Pointers

John Perry Barlow writes movingly about his friend’s suicide, and responds to some incredibly spiteful comments. Blogging at its best. #

Shelley Powers on Bush’s state of the nation speech. #

For those who care about such things: information about the DNS Root Servers. #

This is just too freaky. If I wasn’t at work right now (just doing some lunchtime surfing, okay) then I’d play with this some more. (Via Bruce Sterling)

Pointers: Cluetrain

The full text of The Cluetrain Manifesto. Quote: “ Imagine a world where everyone was constantly learning, a world where what you wondered was more interesting than what you knew, and curiosity counted for more than certain knowledge. Imagine a world where what you gave away was more valuable than what you held back, where joy was not a dirty word, where play was not forbidden after your eleventh birthday. Imagine a world in which the business of business was to imagine worlds people might actually want to live in someday. Imagine a world created by the people, for the people not perishing from the earth forever.” #

Angry Coder: Going Independent part 1 and part 2. (Via Mike Gunderloy)

Minus 100 points

Microsoft’s Eric Gunnerson, who AFAIK “owns” C#, describes how features are added to the language (or not): “So, we decided on the additive approach instead, and worked hard to keep the complexity down. One way to do that is through the concept of ?minus 100 points?. Every feature starts out in the hole by 100 points, which means that it has to have a significant net positive effect on the overall package for it to make it into the language.”
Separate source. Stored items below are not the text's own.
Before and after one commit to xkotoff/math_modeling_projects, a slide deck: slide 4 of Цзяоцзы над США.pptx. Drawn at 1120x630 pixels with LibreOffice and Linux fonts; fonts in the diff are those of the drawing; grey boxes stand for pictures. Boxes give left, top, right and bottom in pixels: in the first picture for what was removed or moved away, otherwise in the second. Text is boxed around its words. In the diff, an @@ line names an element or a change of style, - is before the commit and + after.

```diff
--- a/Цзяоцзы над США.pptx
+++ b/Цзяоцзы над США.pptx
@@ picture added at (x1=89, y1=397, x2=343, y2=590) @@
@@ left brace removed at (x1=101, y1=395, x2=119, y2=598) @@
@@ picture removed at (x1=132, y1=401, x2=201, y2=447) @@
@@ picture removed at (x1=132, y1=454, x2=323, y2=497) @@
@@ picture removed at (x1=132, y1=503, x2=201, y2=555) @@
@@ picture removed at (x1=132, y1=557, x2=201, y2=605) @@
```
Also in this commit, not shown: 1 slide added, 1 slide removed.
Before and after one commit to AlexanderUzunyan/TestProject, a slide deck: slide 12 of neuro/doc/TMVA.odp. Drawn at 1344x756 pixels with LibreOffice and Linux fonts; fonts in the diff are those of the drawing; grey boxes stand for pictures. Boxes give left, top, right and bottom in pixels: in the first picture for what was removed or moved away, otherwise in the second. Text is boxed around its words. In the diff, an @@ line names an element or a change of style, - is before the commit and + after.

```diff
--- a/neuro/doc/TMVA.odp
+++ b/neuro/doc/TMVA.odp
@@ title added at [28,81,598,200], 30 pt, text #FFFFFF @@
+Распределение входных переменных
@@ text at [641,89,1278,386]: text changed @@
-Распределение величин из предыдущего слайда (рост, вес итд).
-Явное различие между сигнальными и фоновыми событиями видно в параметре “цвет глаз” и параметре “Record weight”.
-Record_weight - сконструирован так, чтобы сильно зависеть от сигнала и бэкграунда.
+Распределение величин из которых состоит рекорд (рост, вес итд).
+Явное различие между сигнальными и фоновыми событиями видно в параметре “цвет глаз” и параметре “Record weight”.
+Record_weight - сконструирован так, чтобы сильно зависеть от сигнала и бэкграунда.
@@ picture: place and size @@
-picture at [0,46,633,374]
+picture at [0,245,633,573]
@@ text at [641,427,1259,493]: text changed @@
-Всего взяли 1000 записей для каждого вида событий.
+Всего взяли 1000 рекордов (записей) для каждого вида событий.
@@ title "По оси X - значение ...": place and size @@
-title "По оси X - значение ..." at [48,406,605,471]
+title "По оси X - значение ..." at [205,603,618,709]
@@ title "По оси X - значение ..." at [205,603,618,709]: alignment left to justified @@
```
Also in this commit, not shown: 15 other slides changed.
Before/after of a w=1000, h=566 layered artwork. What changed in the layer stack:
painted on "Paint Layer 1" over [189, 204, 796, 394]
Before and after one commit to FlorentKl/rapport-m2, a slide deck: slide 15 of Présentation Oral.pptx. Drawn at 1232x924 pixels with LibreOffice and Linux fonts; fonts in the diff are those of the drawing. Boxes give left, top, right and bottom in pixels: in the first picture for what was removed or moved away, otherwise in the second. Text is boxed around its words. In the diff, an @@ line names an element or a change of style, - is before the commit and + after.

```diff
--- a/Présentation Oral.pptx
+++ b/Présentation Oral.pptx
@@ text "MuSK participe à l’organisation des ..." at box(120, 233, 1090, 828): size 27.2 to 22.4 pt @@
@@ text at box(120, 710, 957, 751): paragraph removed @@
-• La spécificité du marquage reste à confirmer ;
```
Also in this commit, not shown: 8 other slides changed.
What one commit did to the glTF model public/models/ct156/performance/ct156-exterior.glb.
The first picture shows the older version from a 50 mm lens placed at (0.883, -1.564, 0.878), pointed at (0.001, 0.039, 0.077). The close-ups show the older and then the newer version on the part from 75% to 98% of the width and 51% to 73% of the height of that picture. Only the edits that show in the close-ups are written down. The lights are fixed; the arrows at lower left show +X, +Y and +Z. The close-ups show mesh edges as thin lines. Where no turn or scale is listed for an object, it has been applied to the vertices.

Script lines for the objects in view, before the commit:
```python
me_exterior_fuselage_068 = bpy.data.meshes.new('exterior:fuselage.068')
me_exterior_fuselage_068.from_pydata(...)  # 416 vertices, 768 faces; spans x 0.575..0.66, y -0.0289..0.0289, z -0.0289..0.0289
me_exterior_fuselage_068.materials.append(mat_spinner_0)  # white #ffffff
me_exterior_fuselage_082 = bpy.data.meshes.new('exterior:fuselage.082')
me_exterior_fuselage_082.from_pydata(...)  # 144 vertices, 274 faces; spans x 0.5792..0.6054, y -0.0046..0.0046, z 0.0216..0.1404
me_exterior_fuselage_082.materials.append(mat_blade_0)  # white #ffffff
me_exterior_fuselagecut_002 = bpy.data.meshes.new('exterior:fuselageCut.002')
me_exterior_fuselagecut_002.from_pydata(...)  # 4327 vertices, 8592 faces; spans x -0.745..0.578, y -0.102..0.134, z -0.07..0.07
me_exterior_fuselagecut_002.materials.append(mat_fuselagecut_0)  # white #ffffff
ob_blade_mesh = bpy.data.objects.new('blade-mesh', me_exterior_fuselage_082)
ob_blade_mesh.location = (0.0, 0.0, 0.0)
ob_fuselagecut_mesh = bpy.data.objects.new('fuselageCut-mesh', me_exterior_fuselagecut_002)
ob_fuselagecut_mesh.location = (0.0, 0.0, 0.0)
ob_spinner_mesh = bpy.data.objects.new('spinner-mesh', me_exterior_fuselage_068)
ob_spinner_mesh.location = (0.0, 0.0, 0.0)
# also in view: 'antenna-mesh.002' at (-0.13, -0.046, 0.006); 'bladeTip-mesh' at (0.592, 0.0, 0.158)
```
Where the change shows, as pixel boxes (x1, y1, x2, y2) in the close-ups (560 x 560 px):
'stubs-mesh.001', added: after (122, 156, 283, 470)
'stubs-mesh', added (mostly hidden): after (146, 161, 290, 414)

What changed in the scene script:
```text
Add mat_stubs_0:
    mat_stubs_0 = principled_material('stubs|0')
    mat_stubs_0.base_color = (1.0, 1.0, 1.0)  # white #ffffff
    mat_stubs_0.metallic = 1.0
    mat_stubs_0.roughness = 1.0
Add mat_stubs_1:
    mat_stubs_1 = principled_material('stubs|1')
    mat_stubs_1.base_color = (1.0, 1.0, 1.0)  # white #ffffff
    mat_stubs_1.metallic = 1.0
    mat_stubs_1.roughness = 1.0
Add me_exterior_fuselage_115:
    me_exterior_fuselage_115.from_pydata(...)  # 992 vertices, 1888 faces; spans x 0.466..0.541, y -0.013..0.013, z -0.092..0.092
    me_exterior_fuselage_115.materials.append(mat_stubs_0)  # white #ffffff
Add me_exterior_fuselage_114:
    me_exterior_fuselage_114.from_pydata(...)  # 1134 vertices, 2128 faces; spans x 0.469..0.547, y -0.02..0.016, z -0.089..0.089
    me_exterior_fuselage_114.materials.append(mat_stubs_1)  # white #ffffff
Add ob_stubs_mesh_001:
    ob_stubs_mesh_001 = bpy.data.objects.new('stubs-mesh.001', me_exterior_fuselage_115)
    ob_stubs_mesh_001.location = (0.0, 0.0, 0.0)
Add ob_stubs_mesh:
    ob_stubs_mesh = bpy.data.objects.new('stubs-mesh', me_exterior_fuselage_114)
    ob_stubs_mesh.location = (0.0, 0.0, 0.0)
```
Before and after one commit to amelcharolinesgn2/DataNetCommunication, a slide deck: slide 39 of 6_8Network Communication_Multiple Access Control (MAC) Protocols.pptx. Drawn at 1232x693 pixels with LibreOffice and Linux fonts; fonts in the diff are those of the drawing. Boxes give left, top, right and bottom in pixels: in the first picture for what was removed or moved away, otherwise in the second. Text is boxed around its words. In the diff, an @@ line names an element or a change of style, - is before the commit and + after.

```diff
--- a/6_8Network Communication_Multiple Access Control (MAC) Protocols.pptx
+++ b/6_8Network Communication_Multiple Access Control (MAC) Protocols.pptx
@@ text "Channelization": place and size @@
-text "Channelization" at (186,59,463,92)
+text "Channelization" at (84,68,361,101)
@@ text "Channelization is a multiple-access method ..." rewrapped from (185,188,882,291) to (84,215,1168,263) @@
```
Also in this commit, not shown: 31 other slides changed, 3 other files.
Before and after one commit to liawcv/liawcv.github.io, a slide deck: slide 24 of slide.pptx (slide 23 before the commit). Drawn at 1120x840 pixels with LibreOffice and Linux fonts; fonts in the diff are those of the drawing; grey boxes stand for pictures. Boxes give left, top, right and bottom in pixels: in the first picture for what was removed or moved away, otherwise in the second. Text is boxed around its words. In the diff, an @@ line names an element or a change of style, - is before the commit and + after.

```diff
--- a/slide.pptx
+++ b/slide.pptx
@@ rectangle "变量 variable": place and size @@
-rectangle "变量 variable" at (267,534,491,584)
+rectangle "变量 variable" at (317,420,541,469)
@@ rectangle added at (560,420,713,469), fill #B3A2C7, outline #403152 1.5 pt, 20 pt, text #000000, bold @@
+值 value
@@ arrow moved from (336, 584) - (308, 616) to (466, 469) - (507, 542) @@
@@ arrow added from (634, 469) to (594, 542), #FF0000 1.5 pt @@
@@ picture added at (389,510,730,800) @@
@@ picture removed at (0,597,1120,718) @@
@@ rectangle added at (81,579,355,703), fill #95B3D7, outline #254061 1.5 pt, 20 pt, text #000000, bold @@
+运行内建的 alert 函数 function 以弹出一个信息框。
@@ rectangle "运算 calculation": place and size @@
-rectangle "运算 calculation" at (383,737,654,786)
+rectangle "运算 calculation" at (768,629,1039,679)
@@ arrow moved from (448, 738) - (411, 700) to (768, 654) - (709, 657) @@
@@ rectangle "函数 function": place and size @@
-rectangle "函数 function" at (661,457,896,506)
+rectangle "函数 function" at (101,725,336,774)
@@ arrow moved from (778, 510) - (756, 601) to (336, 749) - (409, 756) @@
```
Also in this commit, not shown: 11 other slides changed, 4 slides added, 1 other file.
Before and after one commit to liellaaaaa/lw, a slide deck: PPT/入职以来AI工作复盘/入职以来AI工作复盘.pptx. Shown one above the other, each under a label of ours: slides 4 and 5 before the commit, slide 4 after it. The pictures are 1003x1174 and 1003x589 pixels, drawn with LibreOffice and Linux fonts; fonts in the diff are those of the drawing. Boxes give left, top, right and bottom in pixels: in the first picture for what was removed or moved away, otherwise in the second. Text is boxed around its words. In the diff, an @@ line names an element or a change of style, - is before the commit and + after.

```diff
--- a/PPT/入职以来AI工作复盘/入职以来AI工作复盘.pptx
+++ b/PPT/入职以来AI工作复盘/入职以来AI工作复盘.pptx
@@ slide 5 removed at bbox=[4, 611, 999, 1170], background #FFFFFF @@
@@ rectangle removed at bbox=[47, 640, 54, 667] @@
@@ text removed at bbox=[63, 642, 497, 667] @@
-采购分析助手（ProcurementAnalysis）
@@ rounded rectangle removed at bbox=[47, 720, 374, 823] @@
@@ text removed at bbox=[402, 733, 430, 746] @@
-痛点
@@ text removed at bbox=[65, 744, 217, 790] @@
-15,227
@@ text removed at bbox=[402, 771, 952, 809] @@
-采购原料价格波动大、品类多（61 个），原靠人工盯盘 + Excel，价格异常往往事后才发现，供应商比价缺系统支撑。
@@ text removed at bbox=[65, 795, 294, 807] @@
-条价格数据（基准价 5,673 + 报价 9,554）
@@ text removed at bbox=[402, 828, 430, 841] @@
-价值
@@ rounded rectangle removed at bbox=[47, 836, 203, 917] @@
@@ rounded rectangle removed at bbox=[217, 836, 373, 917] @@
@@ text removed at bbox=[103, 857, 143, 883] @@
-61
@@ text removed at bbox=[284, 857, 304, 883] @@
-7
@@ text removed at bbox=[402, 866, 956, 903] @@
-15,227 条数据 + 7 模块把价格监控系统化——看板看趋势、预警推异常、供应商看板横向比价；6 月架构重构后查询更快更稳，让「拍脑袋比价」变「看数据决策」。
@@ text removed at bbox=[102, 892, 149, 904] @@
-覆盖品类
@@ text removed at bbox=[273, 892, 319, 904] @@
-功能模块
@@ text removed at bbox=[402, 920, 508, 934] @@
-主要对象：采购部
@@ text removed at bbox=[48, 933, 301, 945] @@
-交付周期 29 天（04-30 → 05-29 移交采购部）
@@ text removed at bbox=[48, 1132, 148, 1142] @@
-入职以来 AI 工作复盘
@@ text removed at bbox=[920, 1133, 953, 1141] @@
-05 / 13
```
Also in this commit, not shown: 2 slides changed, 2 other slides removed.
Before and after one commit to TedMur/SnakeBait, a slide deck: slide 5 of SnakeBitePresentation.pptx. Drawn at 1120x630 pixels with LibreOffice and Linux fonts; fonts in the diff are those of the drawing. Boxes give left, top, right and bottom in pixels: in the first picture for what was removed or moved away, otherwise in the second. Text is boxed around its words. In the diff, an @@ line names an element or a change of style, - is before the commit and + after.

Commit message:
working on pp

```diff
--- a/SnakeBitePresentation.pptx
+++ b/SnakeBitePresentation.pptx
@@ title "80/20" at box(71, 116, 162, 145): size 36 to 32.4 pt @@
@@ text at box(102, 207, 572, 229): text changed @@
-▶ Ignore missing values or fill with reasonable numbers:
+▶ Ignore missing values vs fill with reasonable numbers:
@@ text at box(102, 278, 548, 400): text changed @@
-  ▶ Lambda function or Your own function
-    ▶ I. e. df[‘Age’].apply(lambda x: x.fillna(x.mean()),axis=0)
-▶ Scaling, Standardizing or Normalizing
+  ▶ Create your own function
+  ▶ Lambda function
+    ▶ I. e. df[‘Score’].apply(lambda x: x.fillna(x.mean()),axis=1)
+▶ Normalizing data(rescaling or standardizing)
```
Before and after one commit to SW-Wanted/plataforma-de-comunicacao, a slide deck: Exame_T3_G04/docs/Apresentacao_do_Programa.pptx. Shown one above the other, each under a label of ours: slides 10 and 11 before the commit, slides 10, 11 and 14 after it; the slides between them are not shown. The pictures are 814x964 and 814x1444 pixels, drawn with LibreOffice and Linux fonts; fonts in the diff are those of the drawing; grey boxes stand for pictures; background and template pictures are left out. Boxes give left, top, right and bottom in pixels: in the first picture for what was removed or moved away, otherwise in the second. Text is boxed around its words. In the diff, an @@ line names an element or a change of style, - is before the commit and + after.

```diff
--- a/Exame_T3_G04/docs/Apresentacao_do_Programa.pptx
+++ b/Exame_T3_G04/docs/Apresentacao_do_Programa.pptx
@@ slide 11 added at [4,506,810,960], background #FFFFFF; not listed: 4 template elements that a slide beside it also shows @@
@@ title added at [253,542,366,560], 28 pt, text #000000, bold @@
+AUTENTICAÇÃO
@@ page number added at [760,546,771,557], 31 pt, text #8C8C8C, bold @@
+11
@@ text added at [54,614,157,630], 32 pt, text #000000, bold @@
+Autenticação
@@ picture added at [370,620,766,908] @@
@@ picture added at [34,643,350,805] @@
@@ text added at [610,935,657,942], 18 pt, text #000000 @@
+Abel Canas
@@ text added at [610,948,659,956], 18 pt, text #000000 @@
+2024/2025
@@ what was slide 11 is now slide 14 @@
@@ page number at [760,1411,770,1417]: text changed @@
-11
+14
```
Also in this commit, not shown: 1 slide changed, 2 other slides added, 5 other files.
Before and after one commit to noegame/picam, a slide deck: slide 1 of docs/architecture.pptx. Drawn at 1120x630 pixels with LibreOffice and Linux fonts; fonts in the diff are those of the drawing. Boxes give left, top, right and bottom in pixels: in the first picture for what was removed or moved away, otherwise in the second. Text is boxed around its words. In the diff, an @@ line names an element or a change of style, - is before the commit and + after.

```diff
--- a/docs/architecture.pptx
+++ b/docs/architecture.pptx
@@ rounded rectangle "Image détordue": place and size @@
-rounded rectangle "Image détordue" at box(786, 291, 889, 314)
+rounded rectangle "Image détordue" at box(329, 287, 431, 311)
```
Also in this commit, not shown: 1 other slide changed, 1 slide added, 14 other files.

This is an unusual and refreshing approach in these days of bloatware; where huge numbers of features are forced into an app (think: Word) so that marketing can produce a longer tick-list than the competition. Its kind of hard to imagine the Work team (to pick on them again) saying “Hey – the built-in spreadsheet feature is really neat but it just doesn’t have a net positive effect. Lets leave it out.” marketing would /terminate/ them.

It seems to me that the C# can get away with this because, uniquely in shrink-wrapped software, the programming language component just isn’t marketed on the basis of its features anymore. Layered stuff like RAD designers, IDEs, and components, are – and they have the feature lists to prove it, but languages themselves havn’t been since the Turbo Pascal era. Funny, that.&nbsp

Doom and Gloom

NY Times: Powell Admits No Hard Proof in Linking Iraq to Al Qaeda. “Secretary of State Colin L. Powell conceded Thursday that despite his assertions to the United Nations last year, he had no “smoking gun” proof of a link between the government of Iraqi President Saddam Hussein and terrorists of Al Qaeda.” #

BBC: Richer, stouter, and no happier. “The Worldwatch Institute says more than 25% of the world’s people now enjoy the style which used to belong to the rich. But it says rising obesity and debt, and increasing pressures on time, are reducing many people’s quality of life.” #

Guardian: An unnatural disaster. “Climate change over the next 50 years is expected to drive a quarter of land animals and plants into extinction, according to the first comprehensive study into the effect of higher temperatures on the natural world. The sheer scale of the disaster facing the planet shocked those involved in the research. They estimate that more than 1 million species will be lost by 2050.”